Discussions will also be focussed on possible future trends and the impact of the organic, terroir-driven movement on the wine industry, which can be seen as a defensive reaction by producers to industrialisation and the dictates of the market. As Costantino Charrère remarks, “the crafted wine risks nowadays, being overwhelmed by the logic of the market and competition.” But terroir-driven wines can also be seen as a force for renewal and reorientation, which on the contrary is now driving the market itself. Monty Waldin, Regional Co-Chairman for Italy of the Decanter World Wine Awards and author of over ten books and videos about biodynamic agriculture, for example, will be talking about why over the last 20 years or so organic and biodynamic growers have been at the forefront of making Planet Wine cleaner and greener.
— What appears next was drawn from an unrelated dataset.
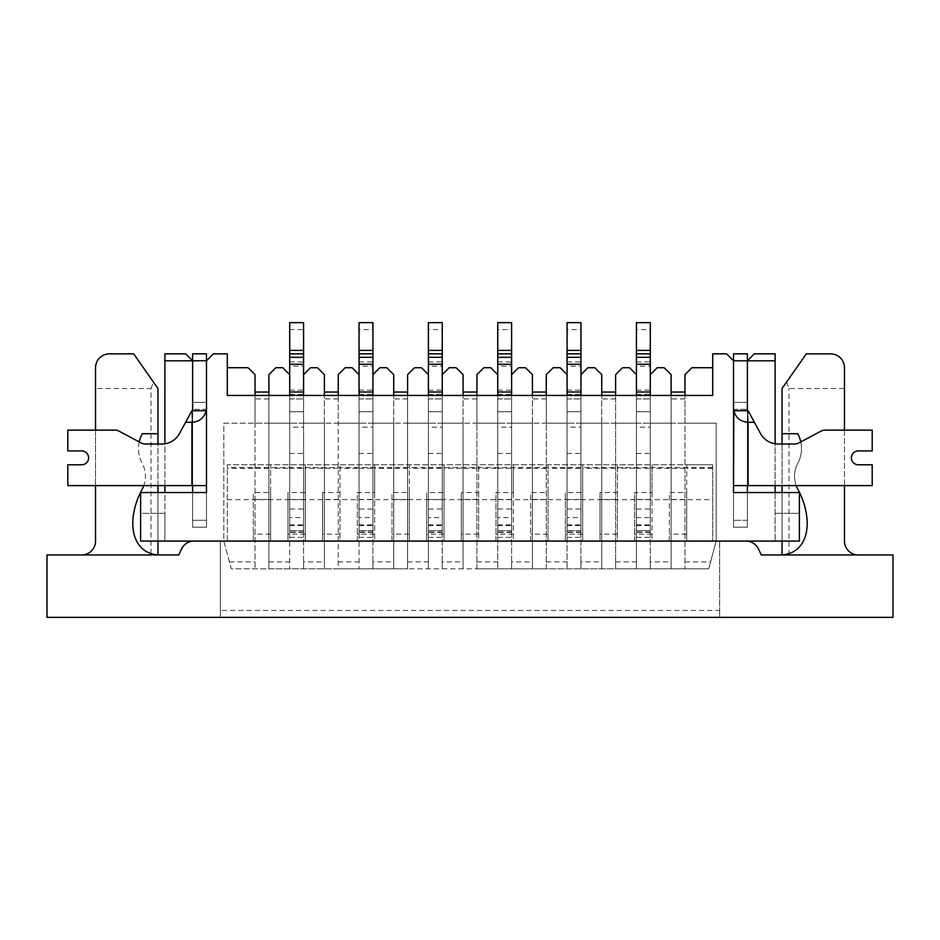 <?xml version="1.0" encoding="UTF-8"?>
<svg xmlns="http://www.w3.org/2000/svg" width="940" height="940" viewBox="0 0 940 940"><rect width="100%" height="100%" fill="white"/><g stroke="black" fill="none" stroke-linecap="round" stroke-linejoin="round"><path stroke-width="0.7" stroke-dasharray="4.7 3.53" d="M650.292 561.885L650.292 423.188L671.101 423.188L671.101 568.817L671.101 395.458L650.292 395.458L671.101 395.458L671.101 423.188L650.292 423.188L650.292 395.458L650.292 568.817L650.292 561.885L671.101 561.885M747.382 527.199L733.505 527.199L733.505 402.39L733.505 527.211L733.505 492.537L747.382 492.537L747.382 527.199L733.505 527.211L747.382 527.211L747.382 409.323L747.382 527.211L733.505 527.211L747.382 527.211L733.505 527.211L747.382 527.211L747.382 360.784L733.505 360.784L726.573 353.851L712.708 353.851L712.708 395.458L684.966 395.458L684.966 423.188L716.174 423.188L716.174 541.076L708.736 568.817L231.263 568.817L223.826 541.076L223.826 423.188L255.034 423.188L223.826 423.188L223.826 541.076L231.263 568.817L268.899 568.817L268.899 395.458L268.899 568.817L338.247 568.817L338.247 395.458L359.045 395.458L359.045 568.817L359.045 395.458L338.247 395.458L338.247 568.817L407.596 568.817L407.596 395.458L428.393 395.458L428.393 568.817L428.393 395.458L407.596 395.458L407.596 568.817L476.933 568.817L476.933 395.458L497.742 395.458L497.742 568.817L497.742 395.458L476.933 395.458L476.933 568.817L546.281 568.817L546.281 395.458L567.079 395.458L567.079 568.817L567.079 395.458L546.281 395.458L546.281 568.817L615.618 568.817L615.618 395.458L636.427 395.458L615.618 395.458L615.618 423.188L636.427 423.188L636.427 568.817L636.427 423.188L615.618 423.188L615.618 568.817L708.736 568.817L716.174 541.076L799.388 541.076L799.388 492.537L799.388 541.076L775.112 541.076L799.388 541.076L799.388 492.537L733.505 492.537L733.505 360.784L733.505 527.211L733.505 353.851L747.382 353.851L747.382 360.784L775.112 360.784L775.112 353.851L754.315 353.851L747.382 360.784L747.382 485.604L733.505 485.604L872.202 485.604L733.505 485.604L733.505 492.537L775.112 492.537L775.112 360.784M164.888 485.604L164.888 443.774A19.963 19.963 0 0 0 179.446 433.599A19.963 19.963 0 0 1 161.927 443.997A19.963 19.963 0 0 0 179.446 433.599L191.925 410.71L179.446 433.599L191.925 410.71L206.495 410.71L191.925 410.71L192.618 410.71L192.618 485.604L192.618 360.784L185.685 353.851L164.888 353.851L164.888 360.784L192.618 360.784L192.618 492.537L192.618 485.604L206.495 485.604L206.495 527.211L206.495 360.784L206.495 492.537L140.612 492.537L164.888 492.537L140.612 492.537L140.612 541.076L716.174 541.076L716.174 423.188L684.966 423.188L684.966 568.817L684.966 395.458L671.101 395.458L671.101 374.649L664.169 367.716L657.225 367.716L650.292 374.649L650.292 530.677L650.292 411.755L650.292 530.606L636.427 530.606L636.427 517.564L650.292 517.564M580.955 561.885L580.955 423.188L601.753 423.188L601.753 568.817L601.753 395.458L580.955 395.458L601.753 395.458L601.753 423.188L580.955 423.188L580.955 395.458L580.955 568.817L580.955 561.885L601.753 561.885M636.427 374.649L636.427 530.677L636.427 374.649L629.495 367.716L622.562 367.716L615.618 374.649L615.618 395.458L601.753 395.458L601.753 374.649L594.82 367.716L587.888 367.716L580.955 374.649L580.955 530.677L580.955 411.755L580.955 530.606L567.079 530.606L567.079 517.564L580.955 517.564M511.607 561.885L511.607 423.188L532.404 423.188L532.404 568.817L532.404 395.458L511.607 395.458L532.404 395.458L532.404 423.188L511.607 423.188L511.607 395.458L511.607 568.817L511.607 561.885L532.404 561.885M567.079 374.649L567.079 530.677L567.079 374.649L560.146 367.716L553.214 367.716L546.281 374.649L546.281 395.458L532.404 395.458L532.404 374.649L525.472 367.716L518.539 367.716L511.607 374.649L511.607 530.677L511.607 411.755L511.607 530.606L497.742 530.606L497.742 517.564L511.607 517.564M442.258 561.885L442.258 423.188L463.068 423.188L463.068 568.817L463.068 395.458L442.258 395.458L463.068 395.458L463.068 423.188L442.258 423.188L442.258 395.458L442.258 568.817L442.258 561.885L463.068 561.885M497.742 374.649L497.742 530.677L497.742 374.649L490.798 367.716L483.865 367.716L476.933 374.649L476.933 395.458L463.068 395.458L463.068 374.649L456.135 367.716L449.203 367.716L442.258 374.649L442.258 530.677L442.258 411.755L442.258 530.606L428.393 530.606L428.393 517.564L442.258 517.564M372.921 561.885L372.921 423.188L393.719 423.188L393.719 568.817L393.719 395.458L372.921 395.458L393.719 395.458L393.719 423.188L372.921 423.188L372.921 395.458L372.921 568.817L372.921 561.885L393.719 561.885M428.393 374.649L428.393 530.677L428.393 374.649L421.461 367.716L414.528 367.716L407.596 374.649L407.596 395.458L393.719 395.458L393.719 374.649L386.787 367.716L379.854 367.716L372.921 374.649L372.921 530.677L372.921 411.755L372.921 530.606L359.045 530.606L359.045 517.564L372.921 517.564M303.573 561.885L303.573 423.188L324.382 423.188L324.382 568.817L324.382 395.458L303.573 395.458L324.382 395.458L324.382 423.188L303.573 423.188L303.573 395.458L303.573 568.817L303.573 561.885L324.382 561.885M359.045 374.649L359.045 530.677L359.045 374.649L352.112 367.716L345.18 367.716L338.247 374.649L338.247 395.458L324.382 395.458L324.382 374.649L317.438 367.716L310.505 367.716L303.573 374.649L303.573 530.677L303.573 411.755L303.573 530.606L289.708 530.606L289.708 517.564L303.573 517.564M546.281 423.188L567.079 423.188L532.404 423.188L546.281 423.188L546.281 395.517L546.281 423.188M476.933 423.188L497.742 423.188L463.068 423.188L476.933 423.188L476.933 395.517L476.933 423.188M407.596 423.188L428.393 423.188L393.719 423.188L407.596 423.188L407.596 395.517L407.596 423.188M338.247 423.188L359.045 423.188L324.382 423.188L338.247 423.188L338.247 395.517L338.247 423.188M289.708 374.649L289.708 530.677L289.708 374.649L282.776 367.716L275.831 367.716L268.899 374.649L268.899 395.458L289.708 395.458L289.708 568.817L289.708 423.188L268.899 423.188L289.708 423.188L289.708 395.458L255.034 395.458L255.034 568.817L255.034 395.458L227.292 395.458L227.292 353.851L213.427 353.851L206.495 360.784L206.495 520.278L206.495 402.39L192.618 402.39L192.618 527.211L192.618 492.537L206.495 492.537L164.888 492.537L164.888 541.076L140.612 541.076L164.888 541.076L164.888 513.346L140.612 513.346L140.612 541.076L140.612 513.346L164.888 513.346L164.888 360.784M268.899 395.458L255.034 395.458L255.034 374.649L248.101 367.716L227.292 367.716L227.292 395.458L227.292 367.716M712.708 367.716L691.899 367.716L684.966 374.649L684.966 395.458L712.708 395.458L712.708 367.716L712.708 395.458L255.034 395.458M192.618 409.323L192.618 402.39L206.495 402.39L192.618 402.39L206.495 402.39L206.495 527.211L192.618 527.211L192.618 402.39L192.618 409.323L206.495 409.323L206.495 402.39L206.495 409.323L192.618 409.323M185.603 422.295L191.925 422.295L191.925 485.604L67.797 485.604L67.797 464.795L67.797 485.604L192.618 485.604L192.618 527.211L206.495 527.211L192.618 527.211L192.618 492.537L164.888 492.537M858.326 464.795A6.933 6.933 0 0 1 851.393 457.862A6.933 6.933 0 0 1 858.326 450.93A6.933 6.933 0 0 0 851.393 457.862A6.933 6.933 0 0 0 858.326 464.795L872.202 464.795L872.202 485.604L872.202 464.795L858.326 464.795L872.202 464.795L872.202 485.604L748.076 485.604L748.076 410.71L760.554 433.599A19.963 19.963 0 0 0 775.112 443.774L775.112 485.604M775.112 492.537L775.112 541.076L775.112 492.537L747.382 492.537L747.382 485.604L747.382 492.537L733.505 492.537L733.505 527.211M636.427 391.992L650.292 391.992L636.427 391.992L650.292 391.992L650.292 395.458L636.427 395.458L636.427 391.992L636.427 395.458L650.292 395.458L636.427 395.458L636.427 411.755L650.292 411.755L650.292 322.643L636.427 322.643L636.427 329.576L650.292 329.576M359.045 391.992L372.921 391.992L359.045 391.992L372.921 391.992L372.921 395.458L359.045 395.458L359.045 391.992L359.045 395.458L372.921 395.458L359.045 395.458L359.045 411.755L372.921 411.755L372.921 322.643L359.045 322.643L359.045 329.576L372.921 329.576M428.393 391.992L442.258 391.992L428.393 391.992L442.258 391.992L442.258 395.458L428.393 395.458L428.393 391.992L428.393 395.458L442.258 395.458L428.393 395.458L428.393 411.755L442.258 411.755L442.258 322.643L428.393 322.643L428.393 329.576L442.258 329.576M497.742 391.992L511.607 391.992L497.742 391.992L511.607 391.992L511.607 395.458L497.742 395.458L497.742 391.992L497.742 395.458L511.607 395.458L497.742 395.458L497.742 411.755L511.607 411.755L511.607 322.643L497.742 322.643L497.742 329.576L511.607 329.576M567.079 391.992L580.955 391.992L567.079 391.992L580.955 391.992L580.955 395.458L567.079 395.458L567.079 391.992L567.079 395.458L580.955 395.458L567.079 395.458L567.079 411.755L580.955 411.755L580.955 322.643L567.079 322.643L567.079 329.576L580.955 329.576M615.618 423.188L601.753 423.188L615.618 423.188L615.618 395.517L615.618 423.188M580.955 423.188L567.079 423.188L580.955 423.188L580.955 392.051L580.955 423.188M511.607 423.188L497.742 423.188L511.607 423.188L511.607 392.051L511.607 423.188M442.258 423.188L428.393 423.188L442.258 423.188L442.258 392.051L442.258 423.188M372.921 423.188L359.045 423.188L372.921 423.188L372.921 392.051L372.921 423.188M303.573 423.188L289.708 423.188L303.573 423.188L303.573 392.051L303.573 423.188M268.899 423.188L255.034 423.188L268.899 423.188L268.899 395.517L268.899 423.188M636.427 423.188L650.292 423.188L636.427 423.188L636.427 395.517L636.427 423.188M671.101 423.188L684.966 423.188L671.101 423.188L671.101 395.517L671.101 423.188M733.505 402.39L747.382 402.39L733.505 402.39L747.382 402.39L733.505 402.39L733.505 409.323L733.505 402.39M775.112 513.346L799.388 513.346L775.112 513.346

Finally Ian D’Agata, Scientific Director of Vinitaly International Academy as well as lead wine writer for Decanter in charge of Central and Southern Italy for Vinous, will analyse the biology and biochemistry of natural wines and will lead the tasting session of 8 artisanal wines from Italy and France, such as the Brunello di Montalcino Biondi Santi and the Vouvray Sec Le Mont 2009 of Domaine Huet. This will hopefully truly contribute to sorting out the good from the bad and from the ugly.
Veronafiere is the leading organizer of trade shows in Italy including Vinitaly (http://www.vinitaly.com), the largest wine event in the world. The 47th edition of Vinitaly counted some 148,000 visitors (+6%), of which 53.000 were international attendees (+10%) visiting from 120 countries. On 95.000 square meters, 4.200 exhibitors welcomed trade professionals, media and producers alike. The next installment of the fair will take place on 6th- 9th April 2014. The premier event to Vinitaly, OperaWine (http://www.vinitalyinternational.com) “Finest Italian Wines: 100 Great Producers”, will unite international wine professionals on April 5th 2014 in the heart of Verona. Veronafiere also created Vinitaly International in 1998 to develop a global platform for the promotion of companies in the Italian wine and food sectors.